Your task: Copy precisely the first line of the material below and every later line, stopping with the line that contains "Also in this commit, not shown: 1".

Listed records:
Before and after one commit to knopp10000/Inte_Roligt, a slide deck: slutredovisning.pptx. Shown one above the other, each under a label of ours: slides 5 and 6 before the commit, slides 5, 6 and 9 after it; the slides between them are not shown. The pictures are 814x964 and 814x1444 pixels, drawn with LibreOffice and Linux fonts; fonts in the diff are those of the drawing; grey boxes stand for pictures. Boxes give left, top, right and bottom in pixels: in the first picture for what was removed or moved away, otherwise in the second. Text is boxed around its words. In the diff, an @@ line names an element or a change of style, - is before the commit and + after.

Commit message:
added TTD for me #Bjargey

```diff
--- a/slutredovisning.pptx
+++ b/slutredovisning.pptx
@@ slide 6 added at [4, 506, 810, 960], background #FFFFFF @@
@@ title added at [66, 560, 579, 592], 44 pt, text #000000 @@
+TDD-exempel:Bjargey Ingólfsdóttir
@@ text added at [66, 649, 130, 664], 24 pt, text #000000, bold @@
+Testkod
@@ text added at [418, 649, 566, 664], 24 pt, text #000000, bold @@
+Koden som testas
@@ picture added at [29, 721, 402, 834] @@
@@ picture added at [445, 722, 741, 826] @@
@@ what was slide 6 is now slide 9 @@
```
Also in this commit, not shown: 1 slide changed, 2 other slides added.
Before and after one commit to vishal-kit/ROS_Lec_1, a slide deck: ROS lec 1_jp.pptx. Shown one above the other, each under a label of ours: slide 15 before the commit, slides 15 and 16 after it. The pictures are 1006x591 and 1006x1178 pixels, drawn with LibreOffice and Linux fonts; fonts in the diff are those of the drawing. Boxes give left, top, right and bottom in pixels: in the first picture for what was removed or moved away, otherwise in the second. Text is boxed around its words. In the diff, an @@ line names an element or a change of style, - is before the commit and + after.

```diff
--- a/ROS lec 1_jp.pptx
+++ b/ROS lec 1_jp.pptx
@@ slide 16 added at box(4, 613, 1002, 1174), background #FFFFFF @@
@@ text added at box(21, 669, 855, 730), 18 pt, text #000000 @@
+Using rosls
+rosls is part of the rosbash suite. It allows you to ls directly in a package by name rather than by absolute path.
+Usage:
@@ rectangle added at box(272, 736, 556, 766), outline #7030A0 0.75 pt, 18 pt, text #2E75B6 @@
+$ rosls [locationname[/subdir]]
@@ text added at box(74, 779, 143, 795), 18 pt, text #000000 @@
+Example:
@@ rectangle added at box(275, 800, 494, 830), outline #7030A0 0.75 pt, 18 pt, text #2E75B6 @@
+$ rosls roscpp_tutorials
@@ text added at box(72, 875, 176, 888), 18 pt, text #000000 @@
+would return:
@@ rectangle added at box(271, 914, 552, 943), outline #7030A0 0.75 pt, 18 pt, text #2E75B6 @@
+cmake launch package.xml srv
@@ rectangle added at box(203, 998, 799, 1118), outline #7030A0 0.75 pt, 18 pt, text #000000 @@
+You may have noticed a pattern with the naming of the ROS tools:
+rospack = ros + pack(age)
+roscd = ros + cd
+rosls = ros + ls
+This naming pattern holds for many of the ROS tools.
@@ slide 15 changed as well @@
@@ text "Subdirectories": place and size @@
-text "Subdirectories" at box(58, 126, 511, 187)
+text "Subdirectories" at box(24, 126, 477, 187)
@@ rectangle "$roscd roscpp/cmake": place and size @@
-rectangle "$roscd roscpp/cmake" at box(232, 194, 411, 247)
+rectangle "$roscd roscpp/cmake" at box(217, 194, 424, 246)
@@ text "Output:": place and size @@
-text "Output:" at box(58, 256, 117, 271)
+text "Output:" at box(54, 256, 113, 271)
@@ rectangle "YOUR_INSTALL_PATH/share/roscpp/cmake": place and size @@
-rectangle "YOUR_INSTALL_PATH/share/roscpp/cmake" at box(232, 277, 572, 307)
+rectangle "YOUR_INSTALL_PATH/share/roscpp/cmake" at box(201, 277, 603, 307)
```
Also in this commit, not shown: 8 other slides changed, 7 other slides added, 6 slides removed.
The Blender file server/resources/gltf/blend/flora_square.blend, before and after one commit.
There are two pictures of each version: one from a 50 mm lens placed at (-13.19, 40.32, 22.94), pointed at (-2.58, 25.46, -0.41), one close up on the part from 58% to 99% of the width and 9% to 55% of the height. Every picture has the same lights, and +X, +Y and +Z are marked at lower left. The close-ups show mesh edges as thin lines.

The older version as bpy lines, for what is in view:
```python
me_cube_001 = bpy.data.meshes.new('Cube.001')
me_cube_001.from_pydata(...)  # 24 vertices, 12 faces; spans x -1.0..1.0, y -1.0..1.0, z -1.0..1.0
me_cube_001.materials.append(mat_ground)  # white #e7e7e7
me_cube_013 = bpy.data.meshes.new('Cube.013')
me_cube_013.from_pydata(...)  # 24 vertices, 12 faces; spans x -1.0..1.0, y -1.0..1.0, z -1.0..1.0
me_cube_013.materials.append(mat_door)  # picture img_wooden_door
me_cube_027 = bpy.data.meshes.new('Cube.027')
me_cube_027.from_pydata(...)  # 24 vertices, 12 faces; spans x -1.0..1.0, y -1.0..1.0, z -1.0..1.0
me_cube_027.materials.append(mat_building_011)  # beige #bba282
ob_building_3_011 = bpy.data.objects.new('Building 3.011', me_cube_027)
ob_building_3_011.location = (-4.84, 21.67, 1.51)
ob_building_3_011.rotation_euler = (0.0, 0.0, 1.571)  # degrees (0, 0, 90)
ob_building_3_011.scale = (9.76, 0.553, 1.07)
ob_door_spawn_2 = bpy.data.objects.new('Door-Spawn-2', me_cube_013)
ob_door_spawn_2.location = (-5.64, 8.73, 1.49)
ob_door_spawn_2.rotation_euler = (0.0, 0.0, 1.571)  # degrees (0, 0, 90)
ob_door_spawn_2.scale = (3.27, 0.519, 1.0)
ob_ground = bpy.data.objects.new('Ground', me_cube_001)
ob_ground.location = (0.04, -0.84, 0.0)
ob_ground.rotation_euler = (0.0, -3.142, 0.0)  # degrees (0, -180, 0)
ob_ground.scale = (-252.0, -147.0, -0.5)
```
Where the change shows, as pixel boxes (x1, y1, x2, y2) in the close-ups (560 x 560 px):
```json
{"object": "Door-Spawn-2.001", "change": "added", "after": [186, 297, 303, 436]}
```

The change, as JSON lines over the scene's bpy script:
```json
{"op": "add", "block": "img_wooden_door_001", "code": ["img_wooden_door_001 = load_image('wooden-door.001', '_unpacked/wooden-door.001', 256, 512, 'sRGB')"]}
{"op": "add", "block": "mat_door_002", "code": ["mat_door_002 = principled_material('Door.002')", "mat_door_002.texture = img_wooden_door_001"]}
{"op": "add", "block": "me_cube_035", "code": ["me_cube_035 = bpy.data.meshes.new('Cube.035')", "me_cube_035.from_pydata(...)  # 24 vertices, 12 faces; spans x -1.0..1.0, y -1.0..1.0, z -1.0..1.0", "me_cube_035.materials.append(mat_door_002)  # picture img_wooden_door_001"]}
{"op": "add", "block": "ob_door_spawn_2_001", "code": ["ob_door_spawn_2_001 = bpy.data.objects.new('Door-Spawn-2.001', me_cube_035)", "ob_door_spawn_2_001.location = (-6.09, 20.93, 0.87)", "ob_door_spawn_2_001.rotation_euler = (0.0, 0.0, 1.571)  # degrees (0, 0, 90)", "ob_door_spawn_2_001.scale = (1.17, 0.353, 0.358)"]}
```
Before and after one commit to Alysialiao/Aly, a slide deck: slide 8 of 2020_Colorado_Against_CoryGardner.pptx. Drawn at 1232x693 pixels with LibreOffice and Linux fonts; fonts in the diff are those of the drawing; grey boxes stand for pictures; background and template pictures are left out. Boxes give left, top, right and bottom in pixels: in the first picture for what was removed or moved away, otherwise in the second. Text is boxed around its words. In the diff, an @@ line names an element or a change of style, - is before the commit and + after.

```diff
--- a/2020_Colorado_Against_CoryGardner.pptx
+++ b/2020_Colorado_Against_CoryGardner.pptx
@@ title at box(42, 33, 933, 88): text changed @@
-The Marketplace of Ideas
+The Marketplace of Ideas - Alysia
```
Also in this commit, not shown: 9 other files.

Answer area:
Before and after one commit to knopp10000/Inte_Roligt, a slide deck: slutredovisning.pptx. Shown one above the other, each under a label of ours: slides 5 and 6 before the commit, slides 5, 6 and 9 after it; the slides between them are not shown. The pictures are 814x964 and 814x1444 pixels, drawn with LibreOffice and Linux fonts; fonts in the diff are those of the drawing; grey boxes stand for pictures. Boxes give left, top, right and bottom in pixels: in the first picture for what was removed or moved away, otherwise in the second. Text is boxed around its words. In the diff, an @@ line names an element or a change of style, - is before the commit and + after.

Commit message:
added TTD for me #Bjargey

```diff
--- a/slutredovisning.pptx
+++ b/slutredovisning.pptx
@@ slide 6 added at [4, 506, 810, 960], background #FFFFFF @@
@@ title added at [66, 560, 579, 592], 44 pt, text #000000 @@
+TDD-exempel:Bjargey Ingólfsdóttir
@@ text added at [66, 649, 130, 664], 24 pt, text #000000, bold @@
+Testkod
@@ text added at [418, 649, 566, 664], 24 pt, text #000000, bold @@
+Koden som testas
@@ picture added at [29, 721, 402, 834] @@
@@ picture added at [445, 722, 741, 826] @@
@@ what was slide 6 is now slide 9 @@
```
Also in this commit, not shown: 1 slide changed, 2 other slides added.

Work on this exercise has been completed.